My verdict: the Synthesis model is wrong by being too bearish, but the bull narrative is also stretched. Fair value at 18-20x normalized EPS of ~$3.50-4.00 puts intrinsic value at $63-75 — i.e., FLS is roughly fairly priced, with asymmetric downside if Q2 2026 confirms the deceleration trend or if energy capex rolls. The Pre-Flight thesis that the market is pricing "modest confidence in 6-7% normalized margins" is the most honest read in the stack. I wouldn't short it (FCF quality is genuinely strong, insider buying is a mild positive, aftermarket revenue is real), but I wouldn't chase it here either. The Narrative model nails it: this is a turnaround-bet whose durability is moderate and depends on the next two quarterly prints. The Q1 2026 revenue dip to $1.07B is a yellow flag the bulls are ignoring.

GPT Critique
Second-opinion review · gpt-4o · generated 2026-06-09 18:18:28
Reviews the Opus findings above
Verdict I largely agree with Opus — fairly valued at $75, with a fair value range of $63-75. However, I see less downside risk in cyclicality due to diversification and aftermarket strength.

Analyzing Flowserve Corporation's financial data independently, a few key elements stand out. The company has experienced stable yet modest revenue growth with a CAGR of 7.5% over the past four years, reaching $4.73 billion in 2025. This growth is mirrored by an impressive expansion in operating income, which more than doubled from $285 million in 2021 to $614 million in 2025, reflecting a significant operating margin improvement from 8.1% to 13.0%. However, the quarterly revenue remains relatively flat, with minor fluctuations, and the recent Q1 2026 revenue of $1.07 billion is concerning as it represents the lowest figure in seven quarters. The net income peaks and valleys, particularly the anomaly in Q3 2025, suggest that some earnings may be non-recurring, which can skew the perception of profitability. Additionally, the company's free cash flow generation is robust at $435 million, suggesting a healthy cash conversion cycle despite the revenue deceleration.

I agree with Opus in questioning the validity of the Synthesis model's valuation of $32-37, which seems overly bearish. Opus correctly points out that the model likely overemphasizes historical mid-cycle cash flows while underappreciating the company's recent structural margin improvements.
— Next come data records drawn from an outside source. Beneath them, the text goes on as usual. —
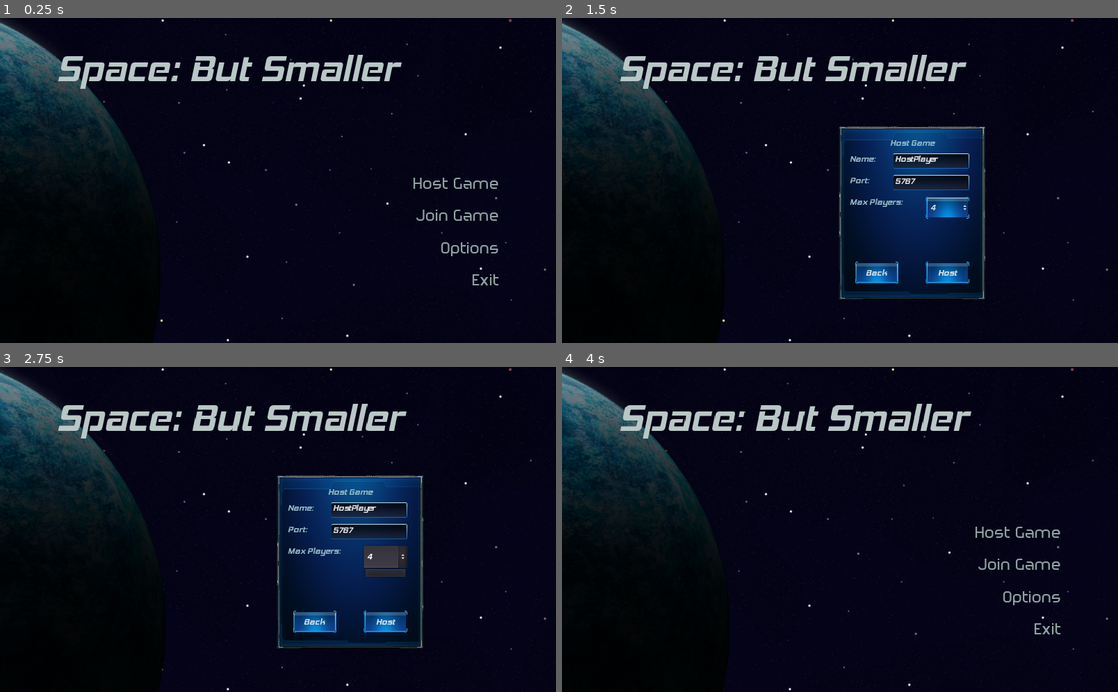
Above: before the commit, frames 1-4 (two rows, left to right).
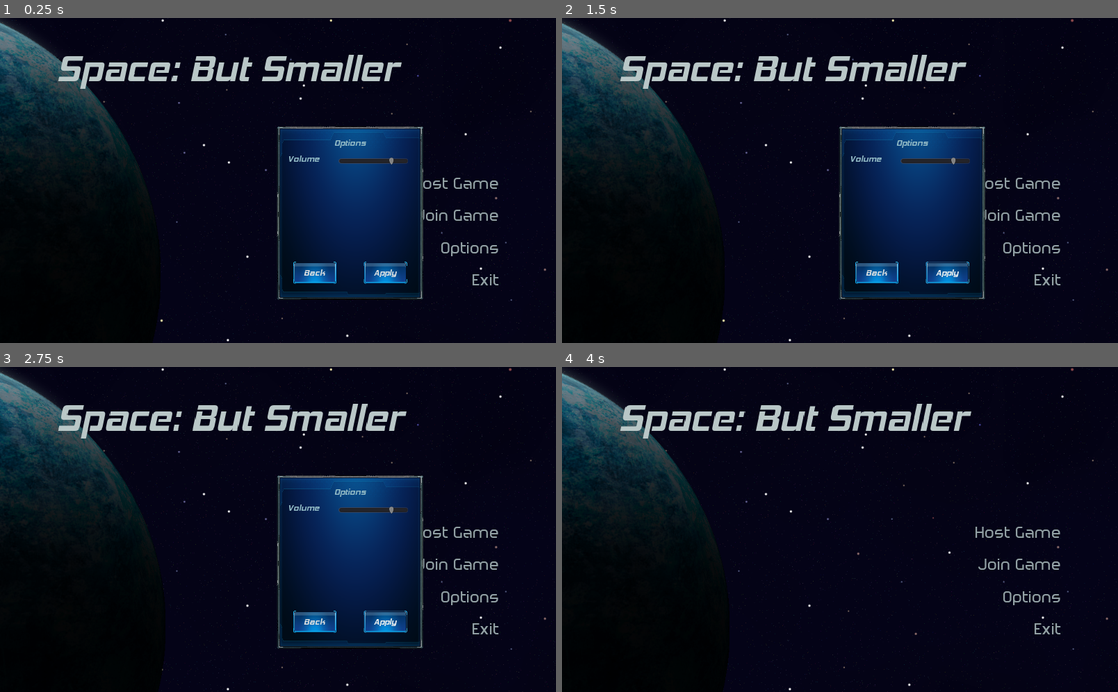
Above: after the commit, the same moments.

Repository: Bradels/minijam2022
Game: Godot game, scene res://Main.tscn
The game is run twice, just before and just after one commit, with the same random seed, the same clock (stepped at 60 frames per second) and the same inputs.
Inputs (mouse positions are in pixels of both pictures, inside the frame that each line leads up to):
- Up to frame 1 (0.25 s): no input
- Up to frame 2 (1.5 s): click (945, 271) at 0.5 s, where only the run after the commit has a clickable "Apply"; click "Host Game" at 1.25 s
- Up to frame 3 (2.75 s): click (383, 555) at 2 s, where only the run before the commit has a clickable "4"
- Up to frame 4 (4 s): click "Host" (after the commit: "Host Game") at 2.75 s; click "Back" at 3.5 s

The runs differ from the first frame. In frame 1, 12% of the frame differs, in the area x 49-77%, y 33-87%; in frame 2, 2.5%; in frame 3, 2.8%; in frame 4, nothing differs.
Error after the commit: Invalid get index 'v' (on base: 'Dictionary'). (res://Components/Menus/Menu.gd:13)

Commit message:
Options saving

Diff:
--- a/Components/Menus/Menu.gd
+++ b/Components/Menus/Menu.gd
@@ -8,7 +8,10 @@
 
 
 func _ready():
-	apply_volume()
+	var options_save = SaveManager.load_options()
+	if options_save != {}:
+		$OptionsMenu/Panel/MasterVolume.value = options_save["v"]
+
 	Server.connect("player_connected", self, "_on_player_connected")
 	Server.connect("player_disconnected", self, "_on_player_disconnected")
 	Server.connect("connection_successful", self, "_on_connection_successful")
@@ -147,7 +150,7 @@
 
 
 func _on_OptionsMenu_ApplyButton_pressed():
-	apply_volume()
+	apply_volume($OptionsMenu/Panel/MasterVolume.value)
 
 
 func _on_OptionsMenu_BackButton_pressed():
@@ -155,9 +158,9 @@
 
 
 func _on_OptionsMenu_MasterVolume_value_changed(value):
-	apply_volume()
+	apply_volume($OptionsMenu/Panel/MasterVolume.value)
 
 
-func apply_volume():
-	var volume = $OptionsMenu/Panel/MasterVolume.value * 0.01
-	AudioServer.set_bus_volume_db(AudioServer.get_bus_index("Master"), linear2db(volume))
+func apply_volume(volume):
+	AudioServer.set_bus_volume_db(AudioServer.get_bus_index("Master"), linear2db(volume * 0.01))
+	SaveManager.save_options({"v": volume})
--- /dev/null
+++ b/Components/SaveManager.gd
@@ -0,0 +1,21 @@
+extends Node
+
+var options_save_file = "options.save"
+
+func _ready():
+	pass
+
+func save_options(options):
+	var options_save = File.new()
+	options_save.open("user://" + options_save_file, File.WRITE)
+	options_save.store_line(to_json(options))
+
+
+func load_options():
+	var options_save = File.new()
+	options_save.open("user://" + options_save_file, File.READ)
+	var line = options_save.get_line()
+	if line != "":
+		return parse_json(line)
+	else:
+		return {}
--- a/project.godot
+++ b/project.godot
@@ -35,6 +35,7 @@
 
 Server="*res://Components/Server.gd"
 NetworkManager="*res://Components/Managers/NetworkManager.gd"
+SaveManager="*res://Components/SaveManager.gd"
 
 [display]

The current EV/EBITDA of 15.8x and P/E ratio of 27.4x reflect a full valuation, yet they are not entirely unjustifiable given the company's 36% earnings CAGR and notable improvements in return metrics like ROIC. Opus's fair value range of $63-75 based on normalized EPS seems reasonable given the current market dynamics and Flowserve's financial performance.

However, I diverge from Opus on the potential downside risks associated with cyclicality. While Opus highlights the risk of operating margin contraction if energy capex is indeed at a cyclical peak, I believe the company's diversification across industrial sectors and its strategic focus on aftermarket services provide a cushion against pure cyclicality in oil and gas. The macro environment does present headwinds, but Flowserve's strong cash flow quality and the strategic pivot towards energy transition markets position it to weather potential downturns better than Opus suggests.

A careful skeptic might argue that both analyses overlook the potential for a quicker-than-expected shift in energy and industrial markets towards newer technologies, which could undermine Flowserve's traditional product lines more rapidly than anticipated. Additionally, the lack of detailed balance sheet data, especially concerning debt levels, poses a risk that neither Opus nor I adequately address, which could be critical if leverage is indeed rising as noted.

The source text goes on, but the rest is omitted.